Пелька опускается всё ниже.

Нет исправительных учреждений для детей младше тринадцати лет. Пельку определяют в четвёртый Дом, строгого режима. Из него дети никогда не выходят без сопровождения взрослых, да и в сопровождении очень редко, лишь в случаях крайней необходимости. Его воспитанники уже не посещают обычную школу, учатся на месте, то есть бьют баклуши, впадают в апатию, в агрессию, бездельничают, планируют очередной побег.

Здесь уже никто не принимает за чистую монету Пелькину угодливость, обещания исправиться и тому подобные всем известные жульнические уловки. Пельку видят насквозь, будто она стеклянная. Особенно психолог, которая работает с Пелькой, как раб на галере; оправившись, Пелька и здесь бегает, но об участии в каких‑либо соревнованиях за пределами Дома не может быть и речи.

— Сначала оценки. Хотя бы «удовлетворительно», а уже потом — стадионы, — неизменно звучит всё то же условие, хотя изменился Дом.

Пелька ни на что бурно не реагирует, затаивается, кроткая и фальшивая. Ждёт подходящего момента и через какое‑то время ей удаётся сбежать из четвёртого Дома.

Теперь Пелька очень осторожна. Ни с кем не сходится. Не ищет новых приятелей, твёрдо решила отыскать Нонну. Ночует в подвалах старого каменного здания со щербатыми стенами, что недалеко от Желязной, и окрестных домов, куда прокрадывается вечерами и откуда уходит перед рассветом. Питается повидлом, компотами, квашеными огурцами, заедает чёрствым хлебом из мусорных баков и греется на солнце в зарослях над Вислой, но ослабела на такой диете до состояния слепого котёнка — много ли энергии получишь от одних овощей и фруктовых пюре?

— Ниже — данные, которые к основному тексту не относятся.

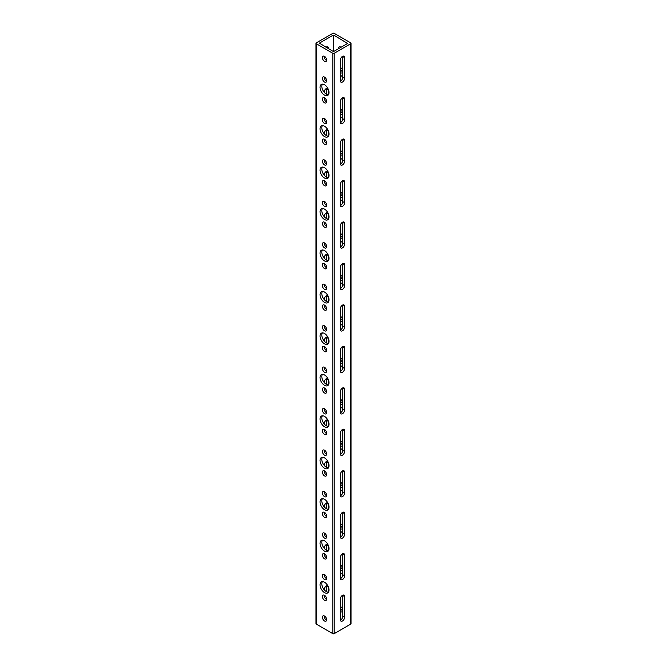 <?xml version="1.0" encoding="UTF-8"?>
<svg xmlns="http://www.w3.org/2000/svg" width="667" height="667" viewBox="0 0 667 667"><rect width="100%" height="100%" fill="white"/><g stroke="black" fill="none" stroke-linecap="round" stroke-linejoin="round"><path stroke-width="1" d="M342.83 77.28A6.345 3.66 -120 0 0 340.695 75.421A6.345 3.66 -120 0 0 340.337 75.238M324.521 84.759A6.345 3.66 -120 0 0 321.352 84.442A6.345 3.66 -120 0 0 320.377 89.528A6.345 3.66 -120 0 0 324.521 95.123A6.345 3.66 -120 0 0 327.697 95.439A6.345 3.66 -120 0 0 328.673 90.353A6.345 3.66 -120 0 0 324.521 84.759M326.663 94.28L326.663 88.711L328.439 89.737L328.439 94.706A6.345 3.66 60 0 1 326.305 94.097A6.345 3.66 60 0 1 322.369 84.15M342.83 118.743A6.345 3.66 -120 0 0 340.695 116.883A6.345 3.66 -120 0 0 340.337 116.692M324.521 126.213A6.345 3.66 -120 0 0 321.352 125.905A6.345 3.66 -120 0 0 320.377 130.99A6.345 3.66 -120 0 0 324.521 136.577A6.345 3.66 -120 0 0 327.697 136.893A6.345 3.66 -120 0 0 328.673 131.808A6.345 3.66 -120 0 0 324.521 126.213M326.663 135.743L326.663 130.165L328.439 131.191L328.439 136.16A6.345 3.66 60 0 1 326.305 135.551A6.345 3.66 60 0 1 322.369 125.604M342.83 160.197A6.345 3.66 -120 0 0 340.695 158.337A6.345 3.66 -120 0 0 340.337 158.146M324.521 167.675A6.345 3.66 -120 0 0 321.352 167.359A6.345 3.66 -120 0 0 320.377 172.445A6.345 3.66 -120 0 0 324.521 178.039A6.345 3.66 -120 0 0 327.697 178.347A6.345 3.66 -120 0 0 328.673 173.262A6.345 3.66 -120 0 0 324.521 167.675M326.663 177.197L326.663 171.619L328.439 172.653L328.439 177.614A6.345 3.66 60 0 1 326.305 177.005A6.345 3.66 60 0 1 322.369 167.067M342.83 201.651A6.345 3.66 -120 0 0 340.695 199.792A6.345 3.66 -120 0 0 340.337 199.608M324.521 209.13A6.345 3.66 -120 0 0 321.352 208.813A6.345 3.66 -120 0 0 320.377 213.899A6.345 3.66 -120 0 0 324.521 219.493A6.345 3.66 -120 0 0 327.697 219.81A6.345 3.66 -120 0 0 328.673 214.724A6.345 3.66 -120 0 0 324.521 209.13M326.663 218.651L326.663 213.081L328.439 214.107L328.439 219.076A6.345 3.66 60 0 1 326.305 218.468A6.345 3.66 60 0 1 322.369 208.521M342.805 222.044A3.027 1.743 -60 0 1 342.83 222.411L342.83 243.138A6.345 3.66 -120 0 0 340.695 241.254A6.345 3.66 -120 0 0 340.337 241.062M324.521 250.584A6.345 3.66 -120 0 0 321.352 250.275A6.345 3.66 -120 0 0 320.377 255.361A6.345 3.66 -120 0 0 324.521 260.947A6.345 3.66 -120 0 0 327.697 261.264A6.345 3.66 -120 0 0 328.673 256.178A6.345 3.66 -120 0 0 324.521 250.584M326.663 260.113L326.663 254.536L328.439 255.561L328.439 260.53A6.345 3.66 60 0 1 326.305 259.922A6.345 3.66 60 0 1 322.369 249.975M342.83 284.567A6.345 3.66 -120 0 0 340.695 282.708A6.345 3.66 -120 0 0 340.337 282.516M324.521 292.046A6.345 3.66 -120 0 0 321.352 291.729A6.345 3.66 -120 0 0 320.377 296.815A6.345 3.66 -120 0 0 324.521 302.409A6.345 3.66 -120 0 0 327.697 302.718A6.345 3.66 -120 0 0 328.673 297.632A6.345 3.66 -120 0 0 324.521 292.046M326.663 301.567L326.663 295.99L328.439 297.023L328.439 301.984A6.345 3.66 60 0 1 326.305 301.376A6.345 3.66 60 0 1 322.369 291.437M342.805 304.961A3.027 1.743 -60 0 1 342.83 305.328L342.83 326.055A6.345 3.66 -120 0 0 340.695 324.162A6.345 3.66 -120 0 0 340.337 323.979M324.521 333.5A6.345 3.66 -120 0 0 321.352 333.183A6.345 3.66 -120 0 0 320.377 338.269A6.345 3.66 -120 0 0 324.521 343.864A6.345 3.66 -120 0 0 327.697 344.18A6.345 3.66 -120 0 0 328.673 339.094A6.345 3.66 -120 0 0 324.521 333.5M326.663 343.021L326.663 337.452L328.439 338.477L328.439 343.447A6.345 3.66 60 0 1 326.305 342.838A6.345 3.66 60 0 1 322.369 332.891M342.83 367.484A6.345 3.66 -120 0 0 340.695 365.624A6.345 3.66 -120 0 0 340.337 365.433M324.521 374.954A6.345 3.66 -120 0 0 321.352 374.646A6.345 3.66 -120 0 0 320.377 379.731A6.345 3.66 -120 0 0 324.521 385.318A6.345 3.66 -120 0 0 327.697 385.634A6.345 3.66 -120 0 0 328.673 380.549A6.345 3.66 -120 0 0 324.521 374.954M326.663 384.484L326.663 378.906L328.439 379.932L328.439 384.901A6.345 3.66 60 0 1 326.305 384.292A6.345 3.66 60 0 1 322.369 374.345M342.805 387.877A3.027 1.743 -60 0 1 342.83 388.244L342.83 408.971A6.345 3.66 -120 0 0 340.695 407.078A6.345 3.66 -120 0 0 340.337 406.887M324.521 416.416A6.345 3.66 -120 0 0 321.352 416.1A6.345 3.66 -120 0 0 320.377 421.185A6.345 3.66 -120 0 0 324.521 426.78A6.345 3.66 -120 0 0 327.697 427.088A6.345 3.66 -120 0 0 328.673 422.003A6.345 3.66 -120 0 0 324.521 416.416M326.663 425.938L326.663 420.36L328.439 421.394L328.439 426.355A6.345 3.66 60 0 1 326.305 425.746A6.345 3.66 60 0 1 322.369 415.808M342.83 450.392A6.345 3.66 -120 0 0 340.695 448.532A6.345 3.66 -120 0 0 340.337 448.349M324.521 457.87A6.345 3.66 -120 0 0 321.352 457.554A6.345 3.66 -120 0 0 320.377 462.64A6.345 3.66 -120 0 0 324.521 468.234A6.345 3.66 -120 0 0 327.697 468.551A6.345 3.66 -120 0 0 328.673 463.465A6.345 3.66 -120 0 0 324.521 457.87M326.663 467.392L326.663 461.822L328.439 462.848L328.439 467.817A6.345 3.66 60 0 1 326.305 467.208A6.345 3.66 60 0 1 322.369 457.262M342.805 470.785A3.027 1.743 -60 0 1 342.83 471.152L342.83 491.879A6.345 3.66 -120 0 0 340.695 489.995A6.345 3.66 -120 0 0 340.337 489.803M324.521 499.325A6.345 3.66 -120 0 0 321.352 499.016A6.345 3.66 -120 0 0 320.377 504.102A6.345 3.66 -120 0 0 324.521 509.688A6.345 3.66 -120 0 0 327.697 510.005A6.345 3.66 -120 0 0 328.673 504.919A6.345 3.66 -120 0 0 324.521 499.325M326.663 508.854L326.663 503.277L328.439 504.302L328.439 509.271A6.345 3.66 60 0 1 326.305 508.663A6.345 3.66 60 0 1 322.369 498.716M342.83 533.308A6.345 3.66 -120 0 0 340.695 531.449A6.345 3.66 -120 0 0 340.337 531.257M324.521 540.787A6.345 3.66 -120 0 0 321.352 540.47A6.345 3.66 -120 0 0 320.377 545.556A6.345 3.66 -120 0 0 324.521 551.15A6.345 3.66 -120 0 0 327.697 551.459A6.345 3.66 -120 0 0 328.673 546.373A6.345 3.66 -120 0 0 324.521 540.787M326.663 550.308L326.663 544.731L328.439 545.764L328.439 550.725A6.345 3.66 60 0 1 326.305 550.117A6.345 3.66 60 0 1 322.369 540.178M342.83 574.762A6.345 3.66 -120 0 0 340.695 572.903A6.345 3.66 -120 0 0 340.337 572.72M324.521 582.241A6.345 3.66 -120 0 0 321.352 581.924A6.345 3.66 -120 0 0 320.377 587.01A6.345 3.66 -120 0 0 324.521 592.604A6.345 3.66 -120 0 0 327.697 592.921A6.345 3.66 -120 0 0 328.673 587.835A6.345 3.66 -120 0 0 324.521 582.241M326.663 591.762L326.663 586.185L328.439 587.218L328.439 592.188A6.345 3.66 60 0 1 326.305 591.579A6.345 3.66 60 0 1 322.369 581.632M328.439 48.691L328.439 48.282A3.027 1.743 120 0 0 327.814 46.898A3.027 1.743 120 0 0 326.305 47.049A3.027 1.743 120 0 0 325.971 47.265M342.479 56.378A3.027 1.743 120 0 0 340.337 60.08L340.337 80.815A3.027 1.743 120 0 0 340.962 82.191A3.027 1.743 120 0 0 343.297 81.382A3.027 1.743 120 0 0 344.614 78.347L344.614 57.612A3.027 1.743 120 0 0 343.989 56.228A3.027 1.743 120 0 0 342.479 56.378M327.839 88.369A3.027 1.743 120 0 0 327.814 88.352A3.027 1.743 120 0 0 326.305 88.503A3.027 1.743 120 0 0 324.17 92.204L324.17 92.238M342.479 97.841A3.027 1.743 120 0 0 340.337 101.542L340.337 122.269A3.027 1.743 120 0 0 340.962 123.653A3.027 1.743 120 0 0 343.297 122.845A3.027 1.743 120 0 0 344.614 119.802L344.614 99.075A3.027 1.743 120 0 0 343.989 97.69A3.027 1.743 120 0 0 342.479 97.841M327.839 129.823A3.027 1.743 120 0 0 327.814 129.807A3.027 1.743 120 0 0 326.305 129.957A3.027 1.743 120 0 0 324.17 133.658L324.17 133.692M342.479 139.295A3.027 1.743 120 0 0 340.337 142.996L340.337 163.723A3.027 1.743 120 0 0 340.962 165.108A3.027 1.743 120 0 0 343.297 164.299A3.027 1.743 120 0 0 344.614 161.256L344.614 140.529A3.027 1.743 120 0 0 343.989 139.145A3.027 1.743 120 0 0 342.479 139.295M327.839 171.277A3.027 1.743 120 0 0 327.814 171.269A3.027 1.743 120 0 0 326.305 171.419A3.027 1.743 120 0 0 324.17 175.121L324.17 175.146M342.479 180.749A3.027 1.743 120 0 0 340.337 184.451L340.337 205.178A3.027 1.743 120 0 0 340.962 206.562A3.027 1.743 120 0 0 343.297 205.753A3.027 1.743 120 0 0 344.614 202.71L344.614 181.983A3.027 1.743 120 0 0 343.989 180.599A3.027 1.743 120 0 0 342.479 180.749M327.839 212.74A3.027 1.743 120 0 0 327.814 212.723A3.027 1.743 120 0 0 326.305 212.873A3.027 1.743 120 0 0 324.17 216.575L324.17 216.608M342.479 222.211A3.027 1.743 120 0 0 340.337 225.913L340.337 246.64A3.027 1.743 120 0 0 340.962 248.024A3.027 1.743 120 0 0 343.297 247.215A3.027 1.743 120 0 0 344.614 244.172L344.614 223.445A3.027 1.743 120 0 0 343.989 222.061A3.027 1.743 120 0 0 342.479 222.211M327.839 254.194A3.027 1.743 120 0 0 327.814 254.177A3.027 1.743 120 0 0 326.305 254.327A3.027 1.743 120 0 0 324.17 258.029L324.17 258.062M342.479 263.665A3.027 1.743 120 0 0 340.337 267.367L340.337 288.094A3.027 1.743 120 0 0 340.962 289.478A3.027 1.743 120 0 0 343.297 288.669A3.027 1.743 120 0 0 344.614 285.626L344.614 264.899A3.027 1.743 120 0 0 343.989 263.515A3.027 1.743 120 0 0 342.479 263.665M327.839 295.648A3.027 1.743 120 0 0 327.814 295.639A3.027 1.743 120 0 0 326.305 295.789A3.027 1.743 120 0 0 324.17 299.491L324.17 299.516M342.479 305.119A3.027 1.743 120 0 0 340.337 308.821L340.337 329.548A3.027 1.743 120 0 0 340.962 330.932A3.027 1.743 120 0 0 343.297 330.123A3.027 1.743 120 0 0 344.614 327.08L344.614 306.353A3.027 1.743 120 0 0 343.989 304.969A3.027 1.743 120 0 0 342.479 305.119M327.839 337.11A3.027 1.743 120 0 0 327.814 337.093A3.027 1.743 120 0 0 326.305 337.244A3.027 1.743 120 0 0 324.17 340.945L324.17 340.979M342.479 346.582A3.027 1.743 120 0 0 340.337 350.283L340.337 371.01A3.027 1.743 120 0 0 340.962 372.394A3.027 1.743 120 0 0 343.297 371.586A3.027 1.743 120 0 0 344.614 368.543L344.614 347.815A3.027 1.743 120 0 0 343.989 346.431A3.027 1.743 120 0 0 342.479 346.582M327.839 378.564A3.027 1.743 120 0 0 327.814 378.548A3.027 1.743 120 0 0 326.305 378.698A3.027 1.743 120 0 0 324.17 382.399L324.17 382.433M342.479 388.036A3.027 1.743 120 0 0 340.337 391.737L340.337 412.464A3.027 1.743 120 0 0 340.962 413.848A3.027 1.743 120 0 0 343.297 413.04A3.027 1.743 120 0 0 344.614 409.997L344.614 389.27A3.027 1.743 120 0 0 343.989 387.886A3.027 1.743 120 0 0 342.479 388.036M327.839 420.018A3.027 1.743 120 0 0 327.814 420.01A3.027 1.743 120 0 0 326.305 420.16A3.027 1.743 120 0 0 324.17 423.862L324.17 423.887M342.479 429.49A3.027 1.743 120 0 0 340.337 433.191L340.337 453.919A3.027 1.743 120 0 0 340.962 455.303A3.027 1.743 120 0 0 343.297 454.494A3.027 1.743 120 0 0 344.614 451.451L344.614 430.724A3.027 1.743 120 0 0 343.989 429.34A3.027 1.743 120 0 0 342.479 429.49M327.839 461.481A3.027 1.743 120 0 0 327.814 461.464A3.027 1.743 120 0 0 326.305 461.614A3.027 1.743 120 0 0 324.17 465.316L324.17 465.349M342.479 470.952A3.027 1.743 120 0 0 340.337 474.654L340.337 495.381A3.027 1.743 120 0 0 340.962 496.765A3.027 1.743 120 0 0 343.297 495.956A3.027 1.743 120 0 0 344.614 492.913L344.614 472.186A3.027 1.743 120 0 0 343.989 470.802A3.027 1.743 120 0 0 342.479 470.952M327.839 502.935A3.027 1.743 120 0 0 327.814 502.918A3.027 1.743 120 0 0 326.305 503.068A3.027 1.743 120 0 0 324.17 506.77L324.17 506.803M342.479 512.406A3.027 1.743 120 0 0 340.337 516.108L340.337 536.835A3.027 1.743 120 0 0 340.962 538.219A3.027 1.743 120 0 0 343.297 537.41A3.027 1.743 120 0 0 344.614 534.367L344.614 513.64A3.027 1.743 120 0 0 343.989 512.256A3.027 1.743 120 0 0 342.479 512.406M327.839 544.389A3.027 1.743 120 0 0 327.814 544.38A3.027 1.743 120 0 0 326.305 544.522A3.027 1.743 120 0 0 324.17 548.232L324.17 548.257M342.479 553.86A3.027 1.743 120 0 0 340.337 557.562L340.337 578.289A3.027 1.743 120 0 0 340.962 579.673A3.027 1.743 120 0 0 343.297 578.864A3.027 1.743 120 0 0 344.614 575.821L344.614 555.094A3.027 1.743 120 0 0 343.989 553.71A3.027 1.743 120 0 0 342.479 553.86M327.839 585.851A3.027 1.743 120 0 0 327.814 585.834A3.027 1.743 120 0 0 326.305 585.985A3.027 1.743 120 0 0 324.17 589.686L324.17 589.72M342.479 595.323A3.027 1.743 120 0 0 340.337 599.024L340.337 619.751A3.027 1.743 120 0 0 340.962 621.135A3.027 1.743 120 0 0 343.297 620.327A3.027 1.743 120 0 0 344.614 617.283L344.614 596.556A3.027 1.743 120 0 0 343.989 595.172A3.027 1.743 120 0 0 342.479 595.323M341.029 47.265A3.027 1.743 -120 0 0 340.695 47.049A3.027 1.743 -120 0 0 339.186 46.898A3.027 1.743 -120 0 0 338.586 48.674M340.362 46.882A3.027 1.743 -120 0 0 340.362 47.649M324.521 56.378A3.027 1.743 -120 0 0 323.011 56.228A3.027 1.743 -120 0 0 322.553 58.654A3.027 1.743 -120 0 0 324.521 61.314A3.027 1.743 -120 0 0 326.038 61.464A3.027 1.743 -120 0 0 326.497 59.046A3.027 1.743 -120 0 0 324.521 56.378M326.638 60.447A3.027 1.743 60 0 1 326.305 60.288A3.027 1.743 60 0 1 324.195 56.22M340.337 72.47A3.027 1.743 -120 0 0 340.695 72.711A3.027 1.743 -120 0 0 342.204 72.861A3.027 1.743 -120 0 0 342.83 71.477A3.027 1.743 -120 0 0 340.695 67.776A3.027 1.743 -120 0 0 340.337 67.6M340.362 67.609A3.027 1.743 -120 0 0 340.337 67.976A3.027 1.743 -120 0 0 342.479 71.677A3.027 1.743 -120 0 0 342.805 71.844M324.521 77.105A3.027 1.743 -120 0 0 323.011 76.963A3.027 1.743 -120 0 0 322.553 79.381A3.027 1.743 -120 0 0 324.521 82.049A3.027 1.743 -120 0 0 326.038 82.191A3.027 1.743 -120 0 0 326.497 79.773A3.027 1.743 -120 0 0 324.521 77.105M326.638 81.182A3.027 1.743 60 0 1 326.305 81.015A3.027 1.743 60 0 1 324.195 76.947M324.521 97.841A3.027 1.743 -120 0 0 323.011 97.69A3.027 1.743 -120 0 0 322.553 100.108A3.027 1.743 -120 0 0 324.521 102.776A3.027 1.743 -120 0 0 326.038 102.926A3.027 1.743 -120 0 0 326.497 100.5A3.027 1.743 -120 0 0 324.521 97.841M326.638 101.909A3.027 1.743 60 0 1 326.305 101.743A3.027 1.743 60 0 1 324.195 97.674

Этим вечером Пелька снова выдавила стекло в подвальном окошке, выбранном наудачу, но внизу не нашла ничего съестного. Девчушку, протискивающуюся между прутьями решётки, заметила женщина в плаще, помогла ей выбраться на тротуар, взяла за руку и увлекла за собой в квартал её первого побега, в квартал Рамоны и Зызы, в район вокзала, где ещё зелёная как морковная ботва Пелька игралась с послушными дверями. Когда это было? Пелька чувствует себя ужасно старой.

— Ты еду искала в подвале?

— Ага, — от Пельки остались только кожа да кости, так что нетрудно догадаться, что́ она хотела найти.

— Садись. Получишь столько еды, сколько захочешь, — женщина открывает ключом дверцу автомобиля, припаркованного на стоянке за вокзалом, и Пельку совсем не держит.

— В ментовке?

— У меня дома.

— А если нет? — колеблется Пелька, хотя восьмым чувством парии крупного города не ощущает в женщине противника своей тяжкой свободы.

— Пелька, ты действительно меня не узнаёшь? — женщина наклоняется, и Пелька в свете уличного фонаря наконец может рассмотреть её лицо.

— Нонна! — Пелька приникает к плащу и у неё даже кружится голова от счастья и голода. — Каждый раз, когда я вырывалась из Дома, я заглядывала сюда, но сейчас я стерегла как собака.

— По ночам! Слава богу, знакомая тебя высмотрела и рассказала, где искать, и я наблюдала несколько вечеров. Здорово бы мы выглядели, если б тебя сцапали хозяева магазинов, у которых ты выедала банки.

— Ты очень долго не приходила.

— Я уезжала за границу, поэтому дала тебе адрес своей знакомой.

В первый раз она не застала подруги Нонны, а говорила с кем‑то, кто был абсолютно не в курсе дела. Никто ведь не ждал Пельку, самое большее — письма от неё. Но в третий раз открыла подруга Нонны, от которой Пелька бежала, как от смертельного врага.

— Незнакомым я уже не верю, — говорит Пелька.

Нонна живёт за городом в одноэтажном доме с участком, обсаженным деревьями и живой изгородью. Снаружи дом ничем не выделяется, внутри чисто, светло и зажиточно.